Avec Oscar et la Dame Rose, Éric-Emmanuel Schmitt opte pour un conte sensible, loin de tout misérabilisme et sort la carte du loufoque merveilleux. Judith Magre illumine le Théâtre Rive-Gauche en bonne fée grossière. Une parenthèse enchantée aussi touchante que délicate. Après Danielle Darrieux et Anny Duperey, Schmitt a confié le rôle de Mamie-Rose à une autre légende du théâtre, Judith Magre. Presque quatre-vingt dix printemps au compteur et un appétit de jouer communicatif. Dans ce monologue difficile à aborder car bipartite, cette mamie en or vaut le détour.

Quand elle incarne Oscar, son air maussade et émerveillé à la fois la rajeunit prodigieusement. Quand elle endosse le costume de l’ex-catcheuse Rose, elle se montre d’une dévotion et d’une tendresse folle. Au fond, Judith Magre incarne la mamie qu’on aurait tous souhaité avoir : sa bienveillance et sa friponnerie en font une confidente idéale et le public ne s’y trompe pas en lui réservant un triomphe lors des saluts. Bouleversante et espiègle, elle porte la pièce sur ses frêles épaules vigoureuses.
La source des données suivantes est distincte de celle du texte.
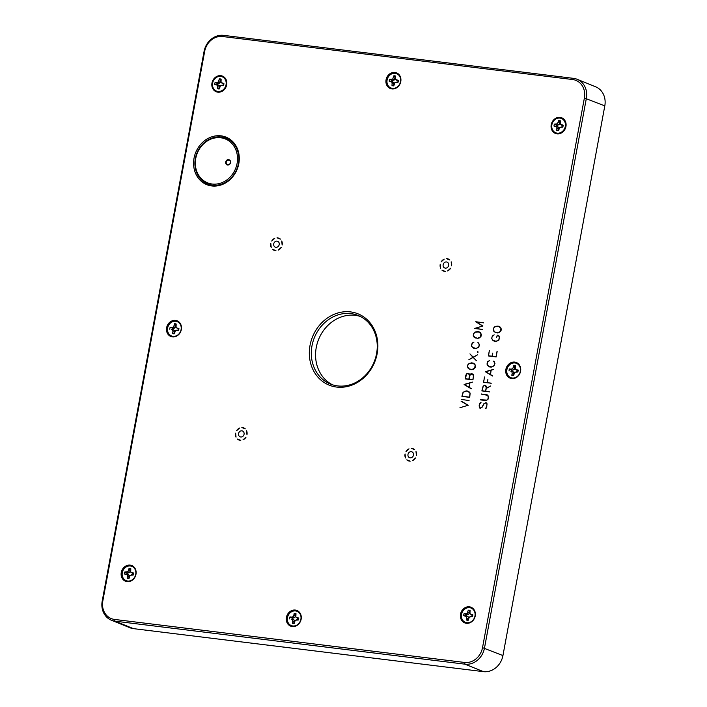<?xml version="1.0" encoding="UTF-8"?>
<svg xmlns="http://www.w3.org/2000/svg" width="707" height="707" viewBox="0 0 707 707"><rect width="100%" height="100%" fill="white"/><g stroke="black" fill="none" stroke-linecap="round" stroke-linejoin="round"><path stroke-width="1.06" d="M220.725 76.409A7.697 6.708 112.1 0 1 224.455 88.402A7.697 6.708 112.1 0 1 212.825 86.97A7.697 6.708 112.1 0 1 220.725 76.409M219.347 78.91A5.126 4.472 -67.9 0 1 221.141 79.122L221.035 82.525L223.907 83.461A5.126 4.472 -67.9 0 1 223.536 85.467L220.451 85.671L219.32 88.949A5.126 4.472 -67.9 0 1 217.526 88.729L217.632 85.326L214.76 84.389L217.217 84.557A3.818 3.323 -67.9 0 1 217.411 83.523L219.762 83.108L220.831 80.695A3.818 3.323 -67.9 0 0 220.831 80.695L219.347 78.91L218.216 82.18L215.131 82.383A5.126 4.472 -67.9 0 0 214.76 84.389M223.58 85.335L221.786 85.255M217.217 84.557L219.311 85.512L219.47 88.075A3.818 3.323 -67.9 0 0 219.479 88.083L217.526 88.729M221.035 82.525L223.836 84.31M223.262 84.239L222.157 83.249M217.411 83.523L215.131 82.383M218.154 83.612L216.881 82.595M219.762 83.108L218.216 82.18M220.681 81.526L218.984 80.863M219.621 87.244L217.889 86.775M219.311 85.512L217.632 85.326M217.959 84.646L216.51 84.601M559.971 118.104A7.697 6.708 112.1 0 1 563.7 130.088A7.697 6.708 112.1 0 1 552.07 128.665A7.697 6.708 112.1 0 1 559.971 118.104M558.601 120.597A5.126 4.472 -67.9 0 1 560.386 120.817L560.28 124.22L563.152 125.157A5.126 4.472 -67.9 0 1 562.781 127.163L559.697 127.366L558.565 130.636A5.126 4.472 -67.9 0 1 556.78 130.415L556.886 127.021L554.014 126.085L556.471 126.244A3.818 3.323 -67.9 0 1 556.656 125.21L559.007 124.803L560.085 122.391A3.818 3.323 -67.9 0 0 560.085 122.391L558.601 120.597L557.469 123.866L554.385 124.079A5.126 4.472 -67.9 0 0 554.014 126.085M562.825 127.03L561.04 126.942M556.471 126.244L558.565 127.207L558.716 129.77A3.818 3.323 -67.9 0 0 558.724 129.77L556.78 130.415M560.28 124.22L563.081 126.005M562.507 125.934L561.411 124.936M556.656 125.21L554.385 124.079M557.399 125.307L556.126 124.291M559.007 124.803L557.469 123.866M559.926 123.221L558.238 122.55M558.866 128.939L557.143 128.462M558.565 127.207L556.886 127.021M557.213 126.341L555.755 126.297M395.204 73.316A7.697 6.708 112.1 0 1 400.524 81.659A7.697 6.708 112.1 0 1 392.42 88.348A7.697 6.708 112.1 0 1 387.1 80.006A7.697 6.708 112.1 0 1 395.204 73.316M391.89 80.43L389.61 79.29L392.694 79.087L393.826 75.817A5.126 4.472 -67.9 0 1 395.611 76.038L395.505 79.431L398.377 80.368A5.126 4.472 -67.9 0 1 398.006 82.374L394.921 82.586L393.79 85.856A5.126 4.472 -67.9 0 1 392.005 85.635L392.111 82.233L389.239 81.296L391.696 81.464A3.818 3.323 -67.9 0 1 391.89 80.43L394.232 80.015L395.31 77.602A3.818 3.323 -67.9 0 1 395.328 77.602M389.61 79.29A5.126 4.472 -67.9 0 0 389.239 81.296M398.059 82.242L396.265 82.162M393.958 84.99A3.818 3.323 -67.9 0 1 393.94 84.99L392.005 85.635M395.505 79.431L398.315 81.217M393.94 84.99L393.79 82.427L391.696 81.464M393.826 75.817L395.31 77.602M397.741 81.146L396.636 80.156M392.632 80.518L391.351 79.511M394.232 80.015L392.694 79.087M395.16 78.433L393.463 77.77M394.099 84.16L392.367 83.682M393.79 82.427L392.111 82.233M392.438 81.552L390.98 81.508M469.651 607.693A7.697 6.708 112.1 0 1 474.971 616.036A7.697 6.708 112.1 0 1 466.859 622.726A7.697 6.708 112.1 0 1 461.538 614.383A7.697 6.708 112.1 0 1 469.651 607.693M468.273 610.185A5.126 4.472 -67.9 0 1 470.058 610.406L469.952 613.809L472.824 614.745A5.126 4.472 -67.9 0 1 472.453 616.751L469.368 616.955L468.237 620.225A5.126 4.472 -67.9 0 1 466.452 620.012L466.558 616.61L463.686 615.673L466.143 615.841A3.818 3.323 -67.9 0 1 466.337 614.807L468.679 614.392L469.757 611.979A3.818 3.323 -67.9 0 0 469.757 611.979L468.273 610.185L467.141 613.464L464.057 613.667A5.126 4.472 -67.9 0 0 463.686 615.673M472.506 616.619L470.712 616.539M466.143 615.841L468.237 616.796L468.388 619.359A3.818 3.323 -67.9 0 0 468.405 619.367L466.452 620.012M469.952 613.809L472.762 615.594M472.188 615.523L471.083 614.533M466.337 614.807L464.057 613.667M467.08 614.896L465.798 613.879M468.679 614.392L467.141 613.464M469.607 612.81L467.91 612.138M468.547 618.528L466.814 618.051M468.237 616.796L466.558 616.61M466.885 615.93L465.427 615.885M130.406 565.998A7.697 6.708 112.1 0 1 135.726 574.34A7.697 6.708 112.1 0 1 127.614 581.03A7.697 6.708 112.1 0 1 122.293 572.688A7.697 6.708 112.1 0 1 130.406 565.998M129.028 568.499A5.126 4.472 -67.9 0 1 130.813 568.72L130.707 572.113L133.579 573.05A5.126 4.472 -67.9 0 1 133.208 575.056L130.123 575.268L128.992 578.538A5.126 4.472 -67.9 0 1 127.207 578.317L127.313 574.915L124.441 573.978L126.898 574.146A3.818 3.323 -67.9 0 1 127.083 573.112L129.434 572.697L130.512 570.284A3.818 3.323 -67.9 0 0 130.512 570.284L129.028 568.499L127.896 571.769L124.812 571.972A5.126 4.472 -67.9 0 0 124.441 573.978M133.252 574.932L131.467 574.844M126.898 574.146L128.992 575.109L129.142 577.672A3.818 3.323 -67.9 0 0 129.151 577.672L127.207 578.317M130.707 572.113L133.517 573.907M132.934 573.828L131.838 572.838M127.083 573.112L124.812 571.972M127.826 573.2L126.553 572.193M129.434 572.697L127.896 571.769M130.353 571.115L128.665 570.452M129.293 576.841L127.569 576.364M128.992 575.109L127.313 574.915M127.64 574.234L126.182 574.199M246.584 430.722L246.964 434.761L246.584 430.722A6.513 5.674 -67.9 0 1 246.964 434.761M246.036 437.12L243.014 439.842L246.036 437.12A6.513 5.674 -67.9 0 1 243.014 439.842M245.249 428.849L241.847 427.532A6.513 5.674 -67.9 0 1 245.249 428.849M240.769 440.337L237.358 439.02L240.769 440.337A6.513 5.674 -67.9 0 1 237.358 439.02M239.593 428.027L236.571 430.749A6.513 5.674 -67.9 0 1 239.593 428.027M235.652 433.108L236.032 437.147A6.513 5.674 -67.9 0 1 235.652 433.108M243.588 431.88A3.155 2.748 112.1 0 1 240.124 436.855A3.155 2.748 112.1 0 1 242.492 431.005A3.155 2.748 112.1 0 1 243.588 431.88M222.617 36.525L572.626 79.538A17.012 14.838 112.1 0 1 584.389 97.99L482.519 647.656A17.012 14.838 112.1 0 1 464.587 662.45L114.578 619.438A17.012 14.838 112.1 0 1 102.815 600.994L204.685 51.319A17.012 14.838 112.1 0 1 222.617 36.525L223.553 35.35A18.497 16.128 -67.9 0 0 204.067 51.434L102.197 601.109A18.497 16.128 -67.9 0 0 111.388 620.225A18.497 16.128 -67.9 0 0 114.985 621.161L464.994 664.173A18.497 16.128 -67.9 0 0 484.481 648.089L586.35 98.414A18.497 16.128 -67.9 0 0 577.159 79.29A18.497 16.128 -67.9 0 0 573.563 78.362L223.553 35.35M274.758 238.312L271.735 241.034A6.513 5.674 -67.9 0 1 274.758 238.312M412.446 460.664A6.513 5.674 -67.9 0 0 415.469 457.942L412.446 460.664L415.469 457.942M416.396 455.582L416.008 451.543L416.396 455.582A6.513 5.674 -67.9 0 0 416.008 451.543M406.79 459.842A6.513 5.674 -67.9 0 0 410.201 461.158L406.79 459.842L410.201 461.158M414.682 449.67L411.28 448.353A6.513 5.674 -67.9 0 1 414.682 449.67M405.076 453.929A6.513 5.674 -67.9 0 0 405.465 457.968L405.076 453.929M413.012 452.71A3.155 2.748 112.1 0 1 409.547 457.685A3.155 2.748 112.1 0 1 411.925 451.835A3.155 2.748 112.1 0 1 413.012 452.71M444.19 259.133L441.168 261.855A6.513 5.674 -67.9 0 1 444.19 259.133M496.959 326.015L500.521 327.297L501.316 329.126L501.007 330.805L499.575 332.361L497.56 332.962L493.999 331.68L493.194 329.842L493.504 328.172L494.944 326.616L497.215 326.227M497.021 351.485L496.173 356.911L488.351 355.948L489.359 350.539L488.555 355.789L492.037 356.213L492.797 353.049L492.205 356.231L496.049 356.708L497.162 351.565M484.454 376.981L483.659 382.222L487.132 382.655L487.892 379.491L487.309 382.673L491.232 383.159L483.455 382.39L484.613 377.07M484.489 385.209L486.248 386.305L486.266 388.258L490.658 385.978L486.23 388.479L485.718 391.21L489.615 391.881L481.874 390.927L483.181 385.934L484.763 385.43M485.338 402.778L486.478 402.919L487.088 403.883L486.319 408.054L485.32 408.655L486.769 406.79L486.929 403.953L485.347 402.963L484.162 403.626L481.935 407.524L479.85 408.142L479.099 405.88L480.018 403.008L481.016 402.416L479.576 404.263L479.399 407.108L480.627 408.054L481.812 407.391L484.03 403.485L485.621 402.999M477.897 342.595L479.479 344.777L478.639 347.261L475.714 348.613L473.876 348.383L471.569 346.395L472.196 343.001L473.973 342.117L471.825 343.885L471.525 345.467L472.294 347.172L475.731 348.418L477.658 347.826L479.019 346.386L479.107 343.973L477.897 342.595L478.736 343.036M477.198 351.989L477.782 351.52L478.144 352.104L477.579 352.59L477.472 352.086M471.428 373.632L473.54 374.781L472.974 379.862L465.153 378.908L465.86 375.117L466.929 373.508L468.547 373.278L469.642 375.302L470.588 373.959L471.71 373.853M464.137 384.431L472.453 382.089L469.784 383.026L469.006 387.25L471.216 388.788L464.11 384.555L471.269 388.682M466.001 390.856L467.848 391.086L470.146 393.083L469.731 397.352L461.918 396.397L463.076 392.217L466.258 391.077M461.079 401.205L468.202 405.244L459.93 407.745L467.954 405.314L461.079 401.205L468.184 405.314M461.432 399.446L469.068 400.551M471.207 362.779L474.759 364.07L475.564 365.899L475.254 367.578L473.823 369.134L471.799 369.734L468.246 368.444L467.433 366.615L467.742 364.936L469.183 363.38L471.463 363M473.186 357.185L477.49 354.826L473.31 357.327L476.403 360.703L473.142 357.424L468.829 359.775L473.01 357.282L469.925 353.898L473.363 357.3M477.004 331.477L480.566 332.767L481.361 334.597L481.052 336.276L479.62 337.831L477.605 338.432L474.043 337.142L473.239 335.312L473.549 333.633L474.989 332.078L477.26 331.698M475.749 321.756L483.491 322.71L476.244 322.003L482.89 325.971L475.069 328.357L482.254 329.427L474.503 328.472L482.651 326.033L475.749 321.756L482.881 326.033M481.387 393.985L487.918 395.213L488.502 398.306L487.901 399.517L485.78 400.56L480.327 399.702L486.92 400.1L488.343 398.262L487.803 395.363L481.352 394.161L486.876 394.656M485.444 371.643L493.76 369.31L491.1 370.247L490.313 374.471L492.523 376.009L485.417 371.776L492.585 375.903M493.406 361.118L494.988 363.292L494.149 365.784L491.224 367.127L489.385 366.906L487.079 364.909L487.706 361.524L489.483 360.632L487.335 362.399L487.035 363.981L487.803 365.687L491.241 366.933L493.168 366.35L494.529 364.9L494.617 362.497L493.406 361.118L494.246 361.56M497.056 335.18L498.249 335.321L499.531 336.771L498.903 340.155L495.978 341.508L493.097 340.712L491.612 338.388L492.452 335.896L494.175 334.835L492.081 336.779L491.789 338.361L492.558 340.067L495.987 341.313L498.78 340.023L499.363 336.868L498.179 335.498L497.189 335.383L496.659 337.319L497.428 335.41M221.07 135.841A25.646 22.368 112.1 0 1 238.807 163.644A25.646 22.368 112.1 0 1 211.782 185.95A25.646 22.368 112.1 0 1 194.045 158.147A25.646 22.368 112.1 0 1 221.07 135.841M220.858 75.684A8.431 7.353 112.1 0 1 226.691 84.831A8.431 7.353 112.1 0 1 217.809 92.166A8.431 7.353 112.1 0 1 211.976 83.019A8.431 7.353 112.1 0 1 220.858 75.684M175.504 320.404A8.431 7.353 112.1 0 1 181.337 329.55A8.431 7.353 112.1 0 1 172.455 336.885A8.431 7.353 112.1 0 1 166.622 327.739A8.431 7.353 112.1 0 1 175.504 320.404M295.305 610.061A8.431 7.353 112.1 0 1 301.138 619.208A8.431 7.353 112.1 0 1 292.256 626.543A8.431 7.353 112.1 0 1 286.423 617.397A8.431 7.353 112.1 0 1 295.305 610.061M514.749 362.099A8.431 7.353 112.1 0 1 520.582 371.237A8.431 7.353 112.1 0 1 511.7 378.572A8.431 7.353 112.1 0 1 505.867 369.434A8.431 7.353 112.1 0 1 514.749 362.099M469.395 606.809A8.431 7.353 112.1 0 1 475.228 615.956A8.431 7.353 112.1 0 1 466.346 623.291A8.431 7.353 112.1 0 1 460.513 614.144A8.431 7.353 112.1 0 1 469.395 606.809M130.15 565.123A8.431 7.353 112.1 0 1 135.983 574.261A8.431 7.353 112.1 0 1 127.092 581.605A8.431 7.353 112.1 0 1 121.268 572.458A8.431 7.353 112.1 0 1 130.15 565.123M394.948 72.441A8.431 7.353 112.1 0 1 400.781 81.579A8.431 7.353 112.1 0 1 391.899 88.914A8.431 7.353 112.1 0 1 386.066 79.776A8.431 7.353 112.1 0 1 394.948 72.441M560.112 117.38A8.431 7.353 112.1 0 1 565.945 126.518A8.431 7.353 112.1 0 1 557.054 133.862A8.431 7.353 112.1 0 1 551.221 124.715A8.431 7.353 112.1 0 1 560.112 117.38M350.566 311.902A38.47 33.547 -67.9 0 0 311.045 364.706A38.47 33.547 -67.9 0 0 369.187 371.855A38.47 33.547 -67.9 0 0 350.566 311.902M448.176 262.995A3.155 2.748 112.1 0 1 444.712 267.971A3.155 2.748 112.1 0 1 447.08 262.12A3.155 2.748 112.1 0 1 448.176 262.995M440.24 264.224A6.513 5.674 -67.9 0 0 440.629 268.253L440.24 264.224M449.846 259.964L446.435 258.647A6.513 5.674 -67.9 0 1 449.846 259.964M441.955 270.127A6.513 5.674 -67.9 0 0 445.357 271.444L441.955 270.127L445.357 271.444M451.552 265.867L451.172 261.829L451.552 265.867A6.513 5.674 -67.9 0 0 451.172 261.829M447.611 270.949A6.513 5.674 -67.9 0 0 450.633 268.227L447.611 270.949L450.633 268.227M409.026 448.848L406.004 451.57A6.513 5.674 -67.9 0 1 409.026 448.848M278.744 242.174A3.155 2.748 112.1 0 1 275.279 247.15A3.155 2.748 112.1 0 1 277.657 241.299A3.155 2.748 112.1 0 1 278.744 242.174M270.808 243.394A6.513 5.674 -67.9 0 0 271.196 247.432L270.808 243.394M280.414 239.134L277.011 237.826A6.513 5.674 -67.9 0 1 280.414 239.134M272.522 249.306A6.513 5.674 -67.9 0 0 275.924 250.623L272.522 249.306L275.924 250.623M282.128 245.046L281.74 241.007L282.128 245.046A6.513 5.674 -67.9 0 0 281.74 241.007M278.178 250.128A6.513 5.674 -67.9 0 0 281.2 247.406L278.178 250.128L281.2 247.406M577.159 79.29L595.612 86.775A18.497 16.128 112.1 0 1 604.803 105.891L502.933 655.566A18.497 16.128 112.1 0 1 483.447 671.65L133.437 628.638A18.497 16.128 112.1 0 1 129.841 627.71L111.388 620.225M494.767 332.025L497.569 332.776L500.362 331.477L500.945 328.331L498.753 326.413L495.015 326.784L493.663 328.234L493.371 329.815L494.767 332.025L497.657 332.944M500.574 327.394L498.753 326.413M498.806 326.236L497.295 326.21M494.317 331.663L495.996 332.776M499.973 326.89L499.124 326.431M496.173 356.876L492.205 356.231M492.417 356.39L488.555 355.789M491.206 383.309L487.309 382.673M487.132 382.655L483.659 382.222M482.077 390.768L485.55 391.192L486.213 387.613L485.179 385.483L483.305 386.04L482.077 390.768L485.939 391.369M485.992 385.907L485.179 385.483M485.515 385.492L484.825 385.412M489.624 391.855L485.718 391.21M486.593 403.096L485.674 402.981M480.689 408.222L479.947 407.974M475.811 348.586L472.93 347.667M472.47 347.305L474.158 348.418M477.632 352.333L477.729 351.768L477.764 352.431M465.365 378.74L468.838 379.173L469.501 375.594L468.467 373.455L466.593 374.021L465.365 378.74L469.227 379.341M469.28 373.879L468.467 373.455M469.006 379.191L472.85 379.659L473.513 376.089L472.479 373.95L470.243 374.471L469.006 379.191L472.983 379.836M473.283 374.374L472.479 373.95M472.806 373.968L471.763 373.835M468.803 373.473L468.052 373.411M469.607 383.079L464.437 384.528L469.218 387.392L469.775 383.097M464.437 384.528L468.847 387.162M471.295 388.638L469.006 387.25M462.122 396.229L469.607 397.157L469.987 393.163L467.787 391.263L465.984 391.042L463.2 392.323L462.122 396.229L469.74 397.325M469.625 392.235L467.787 391.263M467.848 391.086L466.337 391.059M469.024 391.74L468.158 391.28M468.193 405.252L461.521 401.267M469.015 368.789L471.816 369.54L474.609 368.25L475.192 365.095L472.992 363.186L469.262 363.548L467.91 365.006L467.61 366.588L469.015 368.789L471.905 369.708M474.821 364.158L472.992 363.186M473.045 363.009L471.534 362.974M468.555 368.427L470.243 369.54M474.22 363.663L473.363 363.204M474.812 337.486L477.614 338.238L480.407 336.947L480.99 333.801L478.798 331.883L475.06 332.255L473.708 333.704L473.416 335.286L474.812 337.486L477.702 338.406M480.619 332.856L478.798 331.883M478.851 331.707L477.34 331.68M474.362 337.133L476.041 338.238M480.018 332.361L479.16 331.901M483.464 322.86L476.129 321.959M482.254 329.4L475.069 328.357M482.89 325.98L476.244 322.003M486.814 394.833L488.016 395.363M485.859 400.542L480.698 399.932M487.954 395.257L487.194 394.851M490.914 370.3L485.744 371.749L490.534 374.613L491.082 370.318M485.744 371.749L490.154 374.383M492.602 375.859L490.313 374.471M491.33 367.101L488.44 366.191M487.98 365.828L489.668 366.933M498.506 335.516L497.436 335.383M498.179 335.498L498.992 335.931M496.075 341.481L493.486 340.756L494.414 341.313M493.186 340.562L492.726 340.2M227.884 164.722A2.368 2.068 112.1 0 1 228.741 160.091A2.368 2.068 112.1 0 1 227.884 164.722M228.635 159.632A2.766 2.413 -67.9 0 0 225.789 163.423A2.766 2.413 -67.9 0 0 229.969 163.944A2.766 2.413 -67.9 0 0 228.635 159.632M220.708 137.768A23.676 20.644 -67.9 0 0 195.768 158.359A23.676 20.644 -67.9 0 0 212.135 184.023A23.676 20.644 -67.9 0 0 237.084 163.432A23.676 20.644 -67.9 0 0 220.708 137.768M360.252 316.427A36.985 32.257 -67.9 0 0 355.223 315.34A36.985 32.257 -67.9 0 0 317.62 342.135A36.985 32.257 -67.9 0 0 332.537 384.811M350.972 313.616A36.985 32.257 112.1 0 1 358.166 315.481A36.985 32.257 112.1 0 1 374.171 361.878A36.985 32.257 112.1 0 1 330.381 384.042A36.985 32.257 112.1 0 1 312.98 341.667A36.985 32.257 112.1 0 1 350.972 313.616M212.409 185.172A24.657 21.502 -67.9 0 0 238.392 163.724A24.657 21.502 -67.9 0 0 221.335 136.981A24.657 21.502 -67.9 0 0 195.353 158.43A24.657 21.502 -67.9 0 0 212.409 185.172M175.76 321.278A7.697 6.708 112.1 0 1 181.08 329.621A7.697 6.708 112.1 0 1 172.968 336.32A7.697 6.708 112.1 0 1 167.647 327.977A7.697 6.708 112.1 0 1 175.76 321.278M295.561 610.936A7.697 6.708 112.1 0 1 300.882 619.279A7.697 6.708 112.1 0 1 292.778 625.969A7.697 6.708 112.1 0 1 287.457 617.635A7.697 6.708 112.1 0 1 295.561 610.936M515.005 362.974A7.697 6.708 112.1 0 1 520.325 371.316A7.697 6.708 112.1 0 1 512.221 378.006A7.697 6.708 112.1 0 1 506.901 369.664A7.697 6.708 112.1 0 1 515.005 362.974M291.337 619.138L294.147 620.048L292.795 619.173M292.725 621.303L292.362 623.256L294.298 622.611L294.457 621.78L292.725 621.303L292.468 619.862M294.457 621.78L294.147 620.048M293.82 615.39L294.183 613.437L295.667 615.223L295.517 616.062L293.82 615.39L293.052 616.707L294.598 617.635L295.517 616.062M291.717 617.131L289.967 616.911L292.99 618.148L291.717 617.131L293.052 616.707M292.99 618.148L294.598 617.635M292.247 618.051A3.818 3.323 -67.9 0 0 292.053 619.085M289.967 616.911A5.126 4.472 -67.9 0 0 289.596 618.917M294.183 613.437A5.126 4.472 -67.9 0 1 295.977 613.658L295.862 617.052L298.098 618.775L296.993 617.777L298.734 617.989A5.126 4.472 -67.9 0 1 298.363 619.995L295.279 620.207L294.156 623.477A5.126 4.472 -67.9 0 1 292.362 623.256M298.098 618.775L298.672 618.846M295.862 617.052L296.993 617.777M298.416 619.871L296.622 619.783M510.79 371.166L513.591 372.076L512.239 371.21M512.168 373.34L511.806 375.293L513.742 374.648L513.901 373.809L512.168 373.34L511.912 371.891M513.901 373.809L513.591 372.076M513.264 367.428L513.627 365.475L515.111 367.26L514.961 368.091L513.264 367.428L512.495 368.745L514.042 369.673L514.961 368.091M511.161 369.16L509.411 368.948L512.434 370.176L511.161 369.16L512.495 368.745M512.434 370.176L514.042 369.673M511.691 370.088A3.818 3.323 -67.9 0 0 511.497 371.122M509.411 368.948A5.126 4.472 -67.9 0 0 509.04 370.954M513.627 365.475A5.126 4.472 -67.9 0 1 515.421 365.687L515.306 369.089L517.542 370.804L516.437 369.814L518.187 370.026A5.126 4.472 -67.9 0 1 517.816 372.032L514.723 372.236L513.6 375.514A5.126 4.472 -67.9 0 1 511.806 375.293M517.542 370.804L518.116 370.875M515.306 369.089L516.437 369.814M517.86 371.9L516.066 371.82M171.536 329.48L174.346 330.39L172.994 329.524M172.923 331.645L172.561 333.598L174.496 332.953A3.818 3.323 -67.9 0 0 174.514 332.953L174.656 332.122L172.923 331.645L172.667 330.204M174.656 332.122L174.346 330.39M174.019 325.733L174.382 323.779L175.866 325.573A3.818 3.323 -67.9 0 0 175.866 325.573L175.707 326.404L174.019 325.733L173.25 327.049L174.788 327.986L175.707 326.404M171.907 327.474L170.166 327.261L173.188 328.49L171.907 327.474L173.25 327.049M173.188 328.49L174.788 327.986M172.446 328.393A3.818 3.323 -67.9 0 0 172.252 329.427M170.166 327.261A5.126 4.472 -67.9 0 0 169.795 329.259M174.382 323.779A5.126 4.472 -67.9 0 1 176.167 324L176.061 327.394L178.297 329.117L177.192 328.119L178.933 328.34A5.126 4.472 -67.9 0 1 178.562 330.337L175.477 330.549L174.346 333.819A5.126 4.472 -67.9 0 1 172.561 333.598M178.297 329.117L178.871 329.188M176.061 327.394L177.192 328.119M178.615 330.213L176.821 330.125M482.519 647.656L502.933 655.566M464.587 662.45L464.994 664.173L483.447 671.65M584.389 97.99L604.803 105.891M572.626 79.538L573.563 78.362M114.578 619.438L114.985 621.161L133.437 628.638M102.815 600.994L102.197 601.109M204.685 51.319L204.067 51.434"/></g></svg>

Steve Suissa l’accompagne avec tact et réactive la fantaisie originale du texte en créant une atmosphère réconfortante et ludique. Le joli décor débordant de joujoux de Nils Zachariasen irisé de lumières bleutés évoque une chambre-cocon aussi bien qu’une chambre froide. Quelle bonne idée aussi d’avoir utilisé des peluches pour incarner les amis aux noms bizarres d’Oscar (Einstein, Pop-Corn…) ou un ballon bleu symbolisant Peggy Blue, la petite copine de notre garnement. Enfance et mort cohabitent alors dans un entre-deux onirique ravissant et troublant.

Oscar et la Dame Rose a conquis des millions de lecteurs car Schmitt a su inventer un conte atemporel et émouvant sur un sujet très touchy sans se vautrer dans une démonstration larmoyante. Judith Magre met du baume au cœur dans cette aventure si brève et si intense.